Great pics!! I'll have to post some of our blue male.


----------



## Lyncca (Apr 30, 2008)

Nice pics!  I have a few.  Not the best quality, but I was (still am) trying to work on panning.  He's fast!


----------



## momof3girls (May 1, 2008)

Ace :heart:


----------



## Shibby! (May 1, 2008)

My sister's dog, Sadie.  Flat Coated Retriever

I unfortunately can't give a dog the lifestyle they deserve..


----------



## Lyncca (May 1, 2008)

momof3girls said:


> Ace :heart:



Holey schnikies! Ace is ripped!


----------



## ZacMan1987 (May 1, 2008)

I think she was a little bit confused by the bounce this one took :-D


----------



## sarallyn (May 1, 2008)

momof3girls said:


> Ace :heart:




What a little chunkster! 

cute!

are you on pitbullforum.com?


----------



## momof3girls (May 1, 2008)

thanks!  nope not on there...


----------



## sarallyn (May 1, 2008)

momof3girls said:


> thanks!  nope not on there...



I really recommend it. Ace looks like he could have some potential for agility or weight pull if he lost some weight and got regular exercise.

What breed is he?


----------



## momof3girls (May 1, 2008)

He is not overweight, just very muscular and thick.  He is papered..not sure with who (we got him from family that could no longer care for him)...so he is either American Pitbull Terrier or Amstaff.  There is no telling nowadays, people try to mix them with everything.


----------



## sarallyn (May 1, 2008)

momof3girls said:


> He is not overweight, just very muscular and thick.  He is papered..not sure with who (we got him from family that could no longer care for him)...so he is either American Pitbull Terrier or Amstaff.  There is no telling nowadays, people try to mix them with everything.

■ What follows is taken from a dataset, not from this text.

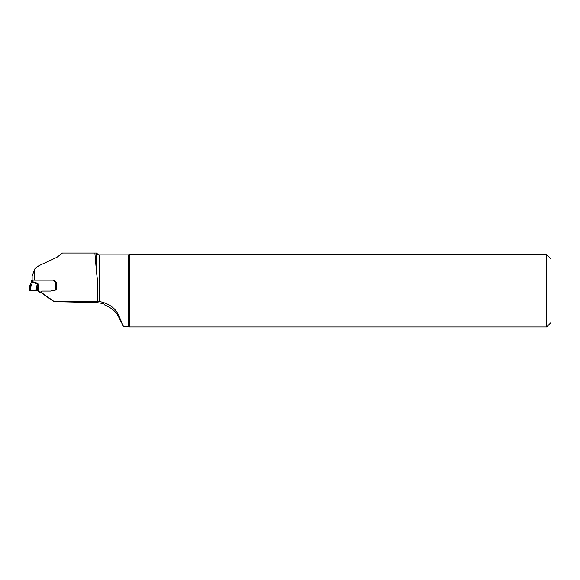 <?xml version="1.0" encoding="UTF-8"?>
<svg xmlns="http://www.w3.org/2000/svg" width="580" height="580" viewBox="0 0 580 580"><rect width="100%" height="100%" fill="white"/><g stroke="black" fill="none" stroke-linecap="round" stroke-linejoin="round"><path stroke-width="0.87" d="M118.907 317.507L118.907 315.861L123.533 326.642L118.907 317.507C116.537 312.04 111.701 307.813 104.4 304.848L104.4 304.5C104.291 303.833 101.681 303.195 96.57 302.601L53.824 301.622L41.144 292.719L41.753 291.08L50.489 291.08L56.55 289.891L56.55 282.387L53.295 280.198M53.295 280.162L34.641 280.162L34.641 269.04L32.132 276.254L32.132 280.162M41.144 292.392L53.824 301.303L97.186 301.31C98.165 291.834 97.962 282.395 96.57 272.984L94.881 253.054L62.43 253.054L56.913 257.302L38.824 265.734L34.641 269.04M94.881 253.054L96.613 253.054M97.186 301.31L99.376 301.498C109.214 303.514 115.725 308.306 118.907 315.861M54.534 281.329L56.1 282.402M391.529 326.946L391.5 326.946C392.58 326.946 392.58 326.946 391.5 326.946C392.58 326.946 392.58 326.946 391.5 326.946C392.58 326.946 392.58 326.946 391.5 326.946C392.58 326.946 392.58 326.946 391.5 326.946C392.58 326.946 392.58 326.946 391.5 326.946L129.579 326.946L129.579 254.555L546.65 254.555L546.65 326.946L392.268 326.946M546.65 254.555L551 258.905L551 322.596L546.65 326.946M30.073 285.483L31.16 282.619L29.573 286.31L30.015 285.868L30.406 286.563L29.537 286.6L30.066 285.49M41.745 291.095A0.725 0.725 -0 0 0 41.1 291.515L41.086 291.537A0.87 0.87 180 0 1 40.295 292.044L39.955 292.044A0.87 0.87 180 0 1 39.411 291.849L37.504 290.45L29 290.384L37.504 290.769L39.411 292.146A0.87 0.87 0 0 0 39.955 292.342L40.295 292.342A0.87 0.87 0 0 0 41.086 291.841L41.1 291.812A0.725 0.725 180 0 1 41.601 291.414M29 290.384L29.537 286.6L29 290.384L35.96 290.739L29 290.384M30.377 290.355L30.986 286.056L30.406 286.563L29.87 290.355M35.96 290.739L36.562 286.375L37.091 286.476L36.504 290.739M36.562 286.375L37.939 283.381L37.091 286.476L37.504 290.769M56.55 289.891L56.55 282.431L55.68 282.351A0.87 0.87 180 0 1 55.354 282.148L53.578 280.372A0.725 0.725 -0 0 0 53.063 280.162L32.32 280.162L32.32 281.641L31.16 281.684L31.16 280.198L32.32 280.162M56.275 289.942L55.1 289.935A0.805 0.805 -0 0 0 54.89 289.964L51.395 290.899M31.16 280.415L31.16 281.902M31.16 282.431L31.16 282.844M38.773 291.631L37.939 283.381L32.32 281.641L32.371 282.416L31.16 282.619L31.16 281.684M31.16 282.214L32.371 282.01L37.635 283.75M30.066 285.483L30.986 286.056L32.371 282.416M29.537 286.6L30.015 285.868M96.57 302.601L96.57 301.303M96.686 253.054C97.868 254.562 98.767 255.164 99.376 254.867L99.376 301.498M96.57 272.984L96.57 253.054M123.533 326.642L128.274 326.642L128.274 254.867L99.376 254.867M55.68 289.935L55.68 282.351M128.274 326.642L129.268 326.815M129.579 254.555L128.274 254.867M29.58 286.302L29.899 285.664"/></g></svg>

Actually, I see little muscle on him... 

he does look big for an APBT. probably an amstaff.

and a dog doesn't need to be papered to compete in agility or weight pull for UKC events.


----------



## momof3girls (May 1, 2008)

well he is... 85lbs solid.  Granted he is a house dog but he runs plenty...we have about 20 acres access.   There are many types of pitbulls/amstaffs.  We had a female that just passed in Dec. that had a similar  body style  to yours. 

I'm sure he would do well in agility or weight pull...actually we just met some ppl down the road who have an agility set up and are thinking of getting him into that.


----------



## sarallyn (May 2, 2008)

momof3girls said:


> well he is... 85lbs solid.  Granted he is a house dog but he runs plenty...we have about 20 acres access.   There are many types of pitbulls/amstaffs.  We had a female that just passed in Dec. that had a similar  body style  to yours.
> 
> I'm sure he would do well in agility or weight pull...actually we just met some ppl down the road who have an agility set up and are thinking of getting him into that.



well, my dog is the only APBT standard.
your guy is absolutely adorable - he has the head of a staffordshire bull terrier and the body of an amstaff.

and you should definitely try some agility with him one time. it looks like he would enjoy it.



these are not my dogs, but they're good examples of in shape APBTs (these are NOT my pictures, I have given the source of each picture)... i'm trying to get Gracie in this condition 
-





http://pitbullforum.com/viewtopic.php?t=73808&postdays=0&postorder=asc&start=30





http://pitbullforum.com/viewtopic.php?t=73808&postdays=0&postorder=asc&start=75





http://pitbullforum.com/viewtopic.php?t=73808&postdays=0&postorder=asc&start=390





http://pitbullforum.com/viewtopic.php?t=73808&postdays=0&postorder=asc&start=360


----------



## Overread (May 2, 2008)

Lovely dogs all!
well I have a few shots of our escape artist husky:










(I think I played with this shot perhapse a little too much )





my sisters choice in collars has much to be desired!


----------



## sarallyn (May 2, 2008)

Overread --

BEAUTIFUL dog -- I've always wanted a Siberian. In a couple of years when I get another apartment I'm definitely looking into adopting one... it's always nice to have two running partners!

again, beautiful dog.


----------



## Overread (May 2, 2008)

Thanks Sarallyn - she is certainly a handfull, a very doggy dog - holes in the garden and a desire to chase/hunt almost anything (the cats are most unimpressed). Though we did find that - as a breed - they have an inbuilt desire to escape - got out several times (some without us noticing) though we trust now that she will come back on her own we do worry about other people, roads and farmers.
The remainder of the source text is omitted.